[marios]

I'm surprised WireGuard asks RDRAND directly. Isn't there a facility inside the Linux to get random numbers ?

OpenBSD conveniently provides arc4random() in its libc for applications to use, and the same function is available for kernel components (obviously one needs to include different headers).

[zx2c4]

WireGuard uses the correct kernel function, get_random_u32(). WireGuard does not use RdRand directly. WireGuard instead uses the proper kernel function for asking for a unsigned 32-bit number. The kernel implements get_random_u32() under the hood using a variety of backends for it. One of them is RdRand.

Other facilities in the kernel, such as ASLR, also use get_random_u32().

Many things in the kernel use get_random_u32(). That's the proper function to use.

When presented with this bug, the upstream kernel maintainers chose not to fix get_random_u32(), due to the availability (?) of microcode updates for AMD chips. That's not my decision. WireGuard is just a mere consumer of get_random_u32(), like all other modules. This is an upstream kernel bug.

[zaroth]

> That's not my decision.

So says a maintainer of WireGuard. HN is beautiful sometimes.

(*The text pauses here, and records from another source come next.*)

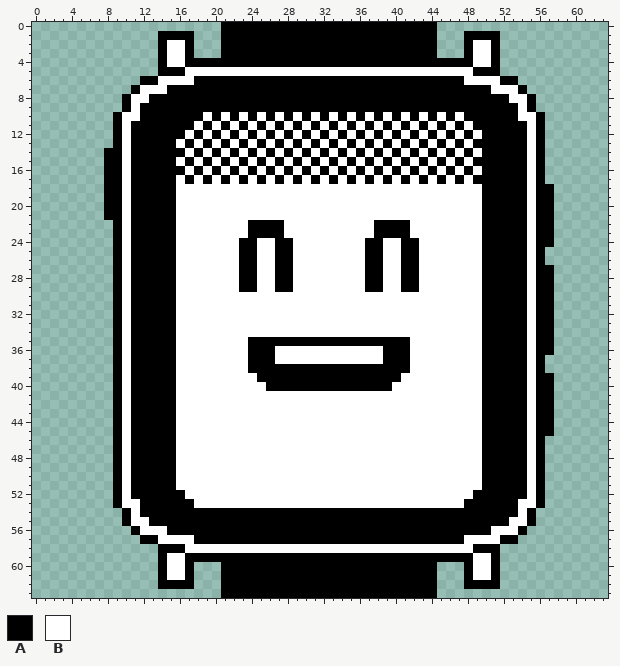
Pixel-art sprite: resources/textures/spr-pt2.png. The first picture shows the starting point.
The file is 64x64 pixels.
Palette (. is transparent): A #000000  B #ffffff
Pixels before (only the part around the change), first column x 0:
 0 .....................AAAAAAAAAAAAAAAAAAAAAAAA...................
 1 ..............AAAA...AAAAAAAAAAAAAAAAAAAAAAAA...AAAA............
 2 ..............ABBA...AAAAAAAAAAAAAAAAAAAAAAAA...ABBA............
 3 ..............ABBA...AAAAAAAAAAAAAAAAAAAAAAAA...ABBA............
 4 ..............ABBAAAAAAAAAAAAAAAAAAAAAAAAAAAAAAAABBA............
 5 ..............AAABBBBBBBBBBBBBBBBBBBBBBBBBBBBBBBBAAA............
 6 ............AABBBBAAAAAAAAAAAAAAAAAAAAAAAAAAAAAABBBBAA..........
 7 ...........ABBBAAAAAAAAAAAAAAAAAAAAAAAAAAAAAAAAAAAABBBA.........
 8 ..........ABBAAAAAAAAAAAAAAAAAAAAAAAAAAAAAAAAAAAAAAAABBA........
 9 ..........ABAAAAAAAAAAAAAAAAAAAAAAAAAAAAAAAAAAAAAAAAAABA........
10 .........ABBAAAAAAABABABABABABABABABABABABABABABAAAAAABBA.......
11 .........ABAAAAAAABABABABABABABABABABABABABABABABAAAAAABA.......
12 .........ABAAAAAABABABABABABABABABABABABABABABABABAAAAABA.......
13 .........ABAAAAABABABABABABABABABABABABABABABABABAAAAAABA.......
14 ........AABAAAAAABABABABABABABABABABABABABABABABABAAAAABA.......
15 ........AABAAAAABABABABABABABABABABABABABABABABABAAAAAABA.......
16 ........AABAAAAAABABABABABABABABABABABABABABABABABAAAAABA.......
17 ........AABAAAAABABABABABABABABABABABABABABABABABAAAAAABA.......
18 ........AABAAAAABBBBBBBBBBBBBBBBBBBBBBBBBBBBBBBBBBAAAAABAA......
19 ........AABAAAAABBBBBBBBBBBBBBBBBBBBBBBBBBBBBBBBBBAAAAABAA......
20 ........AABAAAAABBBBBBBBBBBBBBBBBBBBBBBBBBBBBBBBBBAAAAABAA......
21 ........AABAAAAABBBBBBBBBBBBBBBBBBBBBBBBBBBBBBBBBBAAAAABAA......
22 .........ABAAAAABBBBBBBBAAAABBBBBBBBBBAAAABBBBBBBBAAAAABAA......
23 .........ABAAAAABBBBBBBBAAAABBBBBBBBBBAAAABBBBBBBBAAAAABAA......
24 .........ABAAAAABBBBBBBAABBAABBBBBBBBAABBAABBBBBBBAAAAABAA......
25 .........ABAAAAABBBBBBBAABBAABBBBBBBBAABBAABBBBBBBAAAAABA.......
26 .........ABAAAAABBBBBBBAABBAABBBBBBBBAABBAABBBBBBBAAAAABA.......
27 .........ABAAAAABBBBBBBAABBAABBBBBBBBAABBAABBBBBBBAAAAABAA......
28 .........ABAAAAABBBBBBBAABBAABBBBBBBBAABBAABBBBBBBAAAAABAA......
29 .........ABAAAAABBBBBBBAABBAABBBBBBBBAABBAABBBBBBBAAAAABAA......
30 .........ABAAAAABBBBBBBBBBBBBBBBBBBBBBBBBBBBBBBBBBAAAAABAA......
31 .........ABAAAAABBBBBBBBBBBBBBBBBBBBBBBBBBBBBBBBBBAAAAABAA......
32 .........ABAAAAABBBBBBBBBBBBBBBBBBBBBBBBBBBBBBBBBBAAAAABAA......
33 .........ABAAAAABBBBBBBBBBBBBBBBBBBBBBBBBBBBBBBBBBAAAAABAA......
34 .........ABAAAAABBBBBBBBBBBBBBBBBBBBBBBBBBBBBBBBBBAAAAABAA......
35 .........ABAAAAABBBBBBBBAAAAAAAAAAAAAAAAAABBBBBBBBAAAAABAA......
36 .........ABAAAAABBBBBBBBAAABBBBBBBBBBBBAAABBBBBBBBAAAAABAA......
37 .........ABAAAAABBBBBBBBAAABBBBBBBBBBBBAAABBBBBBBBAAAAABA.......
38 .........ABAAAAABBBBBBBBAAAAAAAAAAAAAAAAAABBBBBBBBAAAAABA.......
39 .........ABAAAAABBBBBBBBBAAAAAAAAAAAAAAAABBBBBBBBBAAAAABAA......
40 .........ABAAAAABBBBBBBBBBAAAAAAAAAAAAAABBBBBBBBBBAAAAABAA......
41 .........ABAAAAABBBBBBBBBBBBBBBBBBBBBBBBBBBBBBBBBBAAAAABAA......
42 .........ABAAAAABBBBBBBBBBBBBBBBBBBBBBBBBBBBBBBBBBAAAAABAA......
43 .........ABAAAAABBBBBBBBBBBBBBBBBBBBBBBBBBBBBBBBBBAAAAABAA......
44 .........ABAAAAABBBBBBBBBBBBBBBBBBBBBBBBBBBBBBBBBBAAAAABAA......
45 .........ABAAAAABBBBBBBBBBBBBBBBBBBBBBBBBBBBBBBBBBAAAAABAA......
46 .........ABAAAAABBBBBBBBBBBBBBBBBBBBBBBBBBBBBBBBBBAAAAABA.......
47 .........ABAAAAABBBBBBBBBBBBBBBBBBBBBBBBBBBBBBBBBBAAAAABA.......
48 .........ABAAAAABBBBBBBBBBBBBBBBBBBBBBBBBBBBBBBBBBAAAAABA.......
49 .........ABAAAAABBBBBBBBBBBBBBBBBBBBBBBBBBBBBBBBBBAAAAABA.......
50 .........ABAAAAABBBBBBBBBBBBBBBBBBBBBBBBBBBBBBBBBBAAAAABA.......
51 .........ABAAAAABBBBBBBBBBBBBBBBBBBBBBBBBBBBBBBBBBAAAAABA.......
52 .........ABAAAAAABBBBBBBBBBBBBBBBBBBBBBBBBBBBBBBBAAAAAABA.......
53 .........ABBAAAAAABBBBBBBBBBBBBBBBBBBBBBBBBBBBBBAAAAAABBA.......
54 ..........ABAAAAAAAAAAAAAAAAAAAAAAAAAAAAAAAAAAAAAAAAAABA........
55 ..........ABBAAAAAAAAAAAAAAAAAAAAAAAAAAAAAAAAAAAAAAAABBA........
56 ...........ABBBAAAAAAAAAAAAAAAAAAAAAAAAAAAAAAAAAAAABBBA.........
57 ............AABBBBAAAAAAAAAAAAAAAAAAAAAAAAAAAAAABBBBAA..........
58 ..............AAABBBBBBBBBBBBBBBBBBBBBBBBBBBBBBBBAAA............
59 ..............ABBAAAAAAAAAAAAAAAAAAAAAAAAAAAAAAAABBA............
60 ..............ABBA...AAAAAAAAAAAAAAAAAAAAAAAA...ABBA............
61 ..............ABBA...AAAAAAAAAAAAAAAAAAAAAAAA...ABBA............
62 ..............AAAA...AAAAAAAAAAAAAAAAAAAAAAAA...AAAA............
63 .....................AAAAAAAAAAAAAAAAAAAAAAAA...................
The same view after the edit:
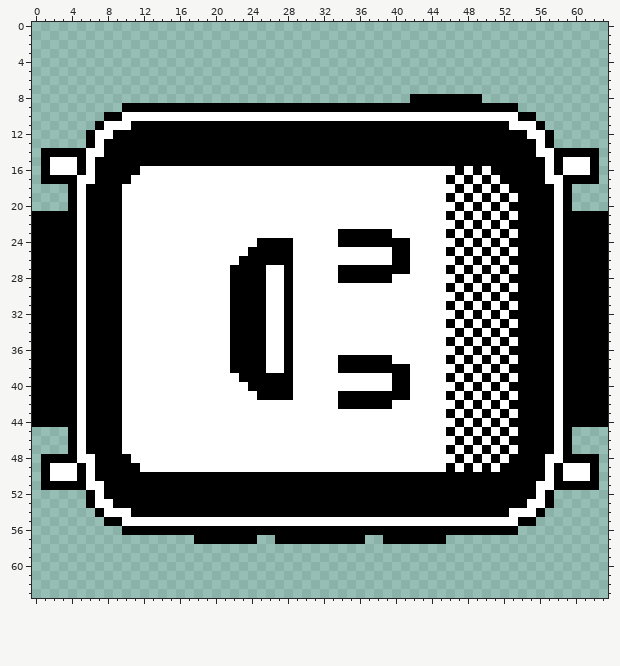
Edits made:
Changed rows in their new state; - is an unchanged pixel.
first column x 0:
 0 ---------------------........................-------------------
 1 --------------....---........................---....------------
 2 --------------....---........................---....------------
 3 --------------....---........................---....------------
 4 --------------......................................------------
 5 --------------......................................------------
 6 ------------..........................................----------
 7 -----------............................................---------
 8 ----------................................--------......--------
 9 -----------A------------------------------------------..--------
10 --------A---BBBBBBB-B-B-B-B-B-B-B-B-B-B-B-B-B-B-BBBBBBAA.-------
11 -------ABB--------A-A-A-A-A-A-A-A-A-A-A-A-A-A-A-A----BB---------
12 ------ABB-A------A-A-A-A-A-A-A-A-A-A-A-A-A-A-A-A-A------BA------
13 ------ABA-A-----A-A-A-A-A-A-A-A-A-A-A-A-A-A-A-A-A------ABA------
14 -AAAAABB--A------A-A-A-A-A-A-A-A-A-A-A-A-A-A-A-A-A-----ABBAAAAA-
15 -ABBBABA--A-----A-A-A-A-A-A-A-A-A-A-A-A-A-A-A-A-A------A-BABBBA-
16 -ABBBABA--A-BBBBB-B-B-B-B-B-B-B-B-B-B-B-B-B-B-BABAB----A-BABBBA-
17 -AAAABBA--ABBBBB-B-B-B-B-B-B-B-B-B-B-B-B-B-B-BABAB-B---A-BBAAAA-
18 ----ABAA---BBBBB-------------------------------A-AB-B--A--BA----
19 ----ABAA---BBBBB------------------------------A-A--B-B-A--BA----
20 ----ABAA---BBBBB-------------------------------A-AB-B--A--BA----
21 AAAAABAA---BBBBB------------------------------A-A--B-B-A--BAAAAA
22 AAAAABAAA--BBBBB--------BBBB----------BBBB-----A-AB-B--A--BAAAAA
23 AAAAABAAA--BBBBB--------BBBB------AAAA--BB----A-A--B-B-A--BAAAAA
24 AAAAABAAA--BBBBB-------BBAA-------AAA--AA-B----A-AB-B--A--BAAAAA
25 AAAAABAAA--BBBBB-------B-AA----------BB-A-B---A-A--B-B-A-ABAAAAA
26 AAAAABAAA--BBBBB---------AA----------BB-A-B----A-AB-B--A-ABAAAAA
27 AAAAABAAA--BBBBB------A--A-B------AAA--AA-B---A-A--B-B-A--BAAAAA
28 AAAAABAAA--BBBBB------A--A-B------AAA--A-BB----A-AB-B--A--BAAAAA
29 AAAAABAAA--BBBBB------A--A-B---------BB--BB---A-A--B-B-A--BAAAAA
30 AAAAABAAA--BBBBB------AAAA--A------------------A-AB-B--A--BAAAAA
31 AAAAABAAA--BBBBB------AAAA--A-----------------A-A--B-B-A--BAAAAA
32 AAAAABAAA--BBBBB------AAAA--A------------------A-AB-B--A--BAAAAA
33 AAAAABAAA--BBBBB------AAAA--A-----------------A-A--B-B-A--BAAAAA
34 AAAAABAAA--BBBBB------AAAA--A------------------A-AB-B--A--BAAAAA
35 AAAAABAAA--BBBBB------AA--BB-BBBBBBBBBBBBB----A-A--B-B-A--BAAAAA
36 AAAAABAAA--BBBBB------AA--B-A----------BBB-----A-AB-B--A--BAAAAA
37 AAAAABAAA--BBBBB------AA--B-A-----AAAAA-BB----A-A--B-B-A-ABAAAAA
38 AAAAABAAA--BBBBB------AA--BB-BBBBB-------------A-AB-B--A-ABAAAAA
39 AAAAABAAA--BBBBB-------AA----BBBBBBBBBBB-A----A-A--B-B-A--BAAAAA
40 AAAAABAAA--BBBBB--------AA---BBBBBBBBBBBAA-----A-AB-B--A--BAAAAA
41 AAAAABAAA--BBBBB---------AAAA-----AAAAAAAA----A-A--B-B-A--BAAAAA
42 AAAAABAAA--BBBBB------------------AAAAAA-------A-AB-B--A--BAAAAA
43 AAAAABAAA--BBBBB------------------------------A-A--B-B-A--BAAAAA
44 AAAAABAAA--BBBBB-------------------------------A-AB-B--A--BAAAAA
45 ----ABAAA--BBBBB------------------------------A-A--B-B-A--BA----
46 ----ABAAA--BBBBB-------------------------------A-AB-B--A-ABA----
47 ----ABAAA--BBBBB------------------------------A-A--B-B-A-ABA----
48 -AAAABBAA-ABBBBB-------------------------------A-AB-B--A-BBAAAA-
49 -ABBBABAA-A-BBBB------------------------------A-A--B---A-BABBBA-
50 -ABBBABAA-A-----AAAAAAAAAAAAAAAAAAAAAAAAAAAAAAAAAA-----A-BABBBA-
51 -AAAAABBA-A-----AAAAAAAAAAAAAAAAAAAAAAAAAAAAAAAAAA-----ABBAAAAA-
52 ------ABA-A------AAAAAAAAAAAAAAAAAAAAAAAAAAAAAAAA------ABA------
53 ------ABB-AA------AAAAAAAAAAAAAAAAAAAAAAAAAAAAAA------A-BA------
54 -------ABBBA-----------------------------------------B-BA-------
55 --------AAB--BBBBBBBBBBBBBBBBBBBBBBBBBBBBBBBBBBBBBBBB-A---------
56 ----------A-AAA------------------------------------AAA.---------
57 ------------......-------..----------..-------........----------
58 --------------......................................------------
59 --------------......................................------------
60 --------------....---........................---....------------
61 --------------....---........................---....------------
62 --------------....---........................---....------------
63 ---------------------........................-------------------
Pixel boxes of the changes (left, top, right, bottom) in both pictures:
changed: (32, 22, 608, 598)

If RANDOM_TRUST_CPU is disabled, that will stop the kernel function from using RDRAND and avoid this issue for anyone using the ‘get_random_u32()’ function?

[dfox]

No. get_random_u32() simply returns result of RDRAND if RDRAND is available regardless of any runtime configuration. For me that is pretty significant issue, because it is documented as being based on separate kernel-only CSPRNG with somewhat specific security assumptions (complete with pretty large discussion in comments of random.c as to why would anybody want that weird thing)

[dfox]

From cursory look at the code wireguard relies on Linux's get_random_whatever() internal APIs, which are kernel-space interface to same PRNG as userspace (u)random/get_random()/get_entropy(). It even seems that there is not a single line of x86_64 assembly in the whole WireGuard.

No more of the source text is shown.